Dynamic Associations between Emotion Expression and Regulatory Behaviors among Preschoolers in Low-Income Chinese American and Mexican American Families Qing Zhou*, Yeunjoo Kim, Aya Williams, Chang Liu Despite the dynamic nature of emotion and emotion-related behaviors, previous studies on cultural influences on emotion expression and emotion regulation tend to operationalize these as trait-level constructs. Few researchers have examined the temporal dynamics of children’s observed facial emotion behaviors using state-level analyses in cross-cultural comparisons, and considered both between-person and within-person variations. The present study examined the moment-to-moment associations between emotion expression and regulatory behaviors in a sample of preschool-aged children (Mage = 4.53 years old, 59% girls) from low-income Mexican American (MA) and Chinese American (CA) immigrant families. Intensity of children’s positive and negative facial emotion expression and frequency of emotion regulatory behaviors were coded for each 10-second epoch during a negative emotion-eliciting social interaction task. Children’s trait-level executive functions (attention shifting and inhibitory control) were included as covariates. Generalized multilevel modeling was conducted to examine whether positive and negative facial emotion behaviors predicted regulatory behaviors. Positive facial emotion behaviors predicted increased fidgeting and use of non-feeling state language. Negative facial emotion behaviors positively predicted gaze aversion and self-soothing behaviors. Cultural group differences were found, such that MA children displayed higher intensity of positive facial emotion and a higher frequency of

* indicates presenting author regulatory behaviors compared to CA children. The findings have implications for clinical and educational interventions for children in immigrant families.

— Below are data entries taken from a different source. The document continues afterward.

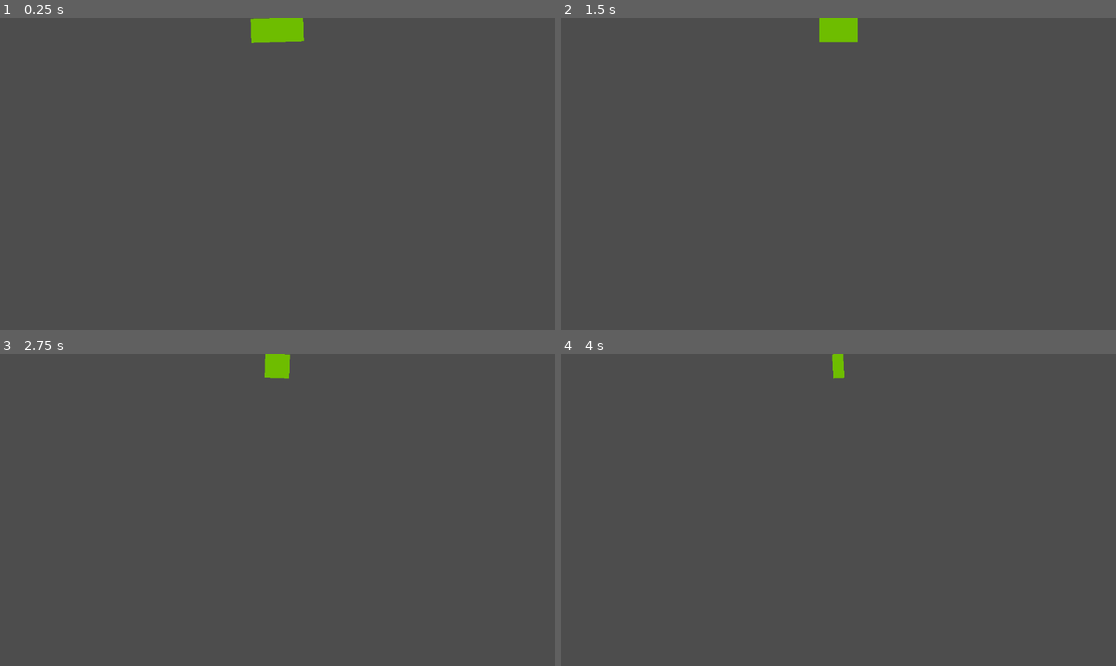
Above: before the commit, frames 1-4 (two rows, left to right).
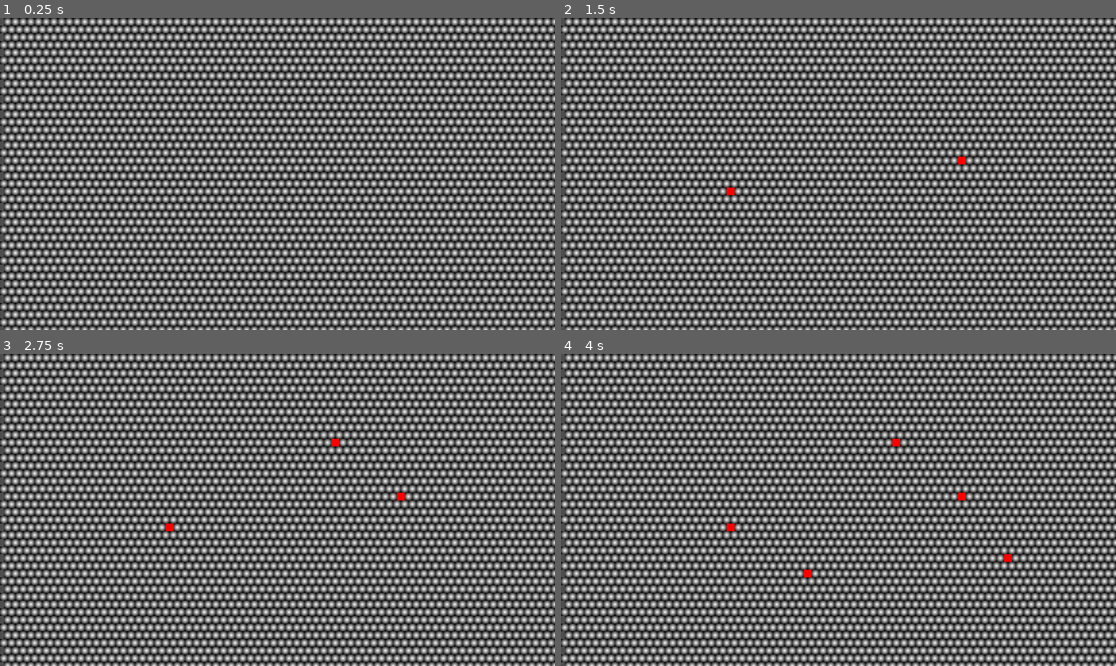
Above: after the commit, the same moments.

Repository: snappy-cobra/GGJ25
Game: Godot game, scene res://scenes/world.tscn
Same seed, same stepped clock (60 frames per second), same inputs: the game is played once before the commit and once after it.
Inputs (mouse positions are in pixels of both pictures, inside the frame that each line leads up to):
- Up to frame 1 (0.25 s): no input
- Up to frame 2 (1.5 s): tap Enter at 0.5 s; move the mouse to (960, 158) at 0.52 s; click (960, 158) at 0.67 s; tap Space at 1.25 s; move the mouse to (727, 189) at 1.27 s; click (727, 189) at 1.42 s
- Up to frame 3 (2.75 s): move the mouse to (333, 441) at 2.02 s; click (333, 441) at 2.17 s
- Up to frame 4 (4 s): tap Enter at 2.75 s; move the mouse to (810, 572) at 2.77 s; click (810, 572) at 2.92 s; tap Space at 3.5 s; move the mouse to (1005, 556) at 3.52 s; click (1005, 556) at 3.67 s

The runs differ from the first frame. In frame 1, 66% of the frame differs, in the area x 0-100%, y 0-100%; in frame 2, 66%; in frame 3, 66%; in frame 4, 66%.
Error before the commit: Parse Error: Identifier "debug_player" not declared in the current scope. (res://code/players.gd:17)

Commit message:
randomly assign team for debug player

Diff:
--- a/game/code/players.gd
+++ b/game/code/players.gd
@@ -5,17 +5,17 @@
 signal enough_players_joined(players: Array[Player])
 
 var teams: Array[Player.Team] = [
-	Player.Team.new("debug", Color(1, 0, 0)),
+	Player.Team.new("RED", Color(1, 0, 0)),
 	Player.Team.new("GREEN", Color(0, 1, 0)),
-	# Player.Team.new("BLUE", Color(0, 0, 1))
+	Player.Team.new("BLUE", Color(0, 0, 1))
 ]
 var next_team: int = 0
 #var players: Array[Player] = []
 
 
-func _ready() -> void:
-	player_join(debug_player.id)
-	player_join("2")
+#func _ready() -> void:
+	#player_join(debug_player.id)
+	#player_join("2")
 
 func player_join(id: String) -> String:
 	if has_node(id):

Child Negative Affectivity, Maternal Emotion Dismissing, and Child Behavior Problems in Early Childhood Danhua Zhu*, Leslie Patton, Jenna Terry*, Erika Hernandez, Martha Ann Bell, Julie Dunsmore Negative affectivity (NA) refers to the disposition to experience negative emotions and to have difficulty recovering from arousal (Rothbart, 2007). NA is a risk factor for development of behavioral problems (BP) (Karkhanis & Winsler, 2016). Whereas NA is biologically based, learning to regulate emotions depends on socialization. Parents’ dismissal of children’s emotions (emotion dismissing, ED) is associated with children’s BP (Lunkenheimer et al., 2007). We examined direct and indirect influences of child NA and parent ED on children’s BP, measured concurrently with NA and ED as well as one year later. Three hundred sixteen mother-child dyads participated in a larger study when children were 3-, 4-, 6-, and 9-year-old. The current study includes 165 mother-child dyads for whom coding is complete at the 3-year- old wave. At the 3-year-old wave, mothers reported child NA and dyads completed an etch-a-sketch task that was coded for maternal discouragement of children’s positive emotions (ICC=0.583). At both 3- and 4-year-old waves, mothers reported child internalizing and externalizing behaviors. Structural equation modeling was used in LISREL to analyze the hypothesized model. The model fit well. Paths from NA to BP (β=0.396, p<.01) and from ED to BP at age 3 (β=0.187, p<.05) were significant. Indirect effects from NA to BP at age 4 (β=0.286, p<.01), and from ED to BP at age 4 (β=0.131, p<.05) were both significant. Results indicate relative stability of child BP from age 3 to 4 years and roles of both child temperament and parent socialization in child BP, concurrently and longitudinally.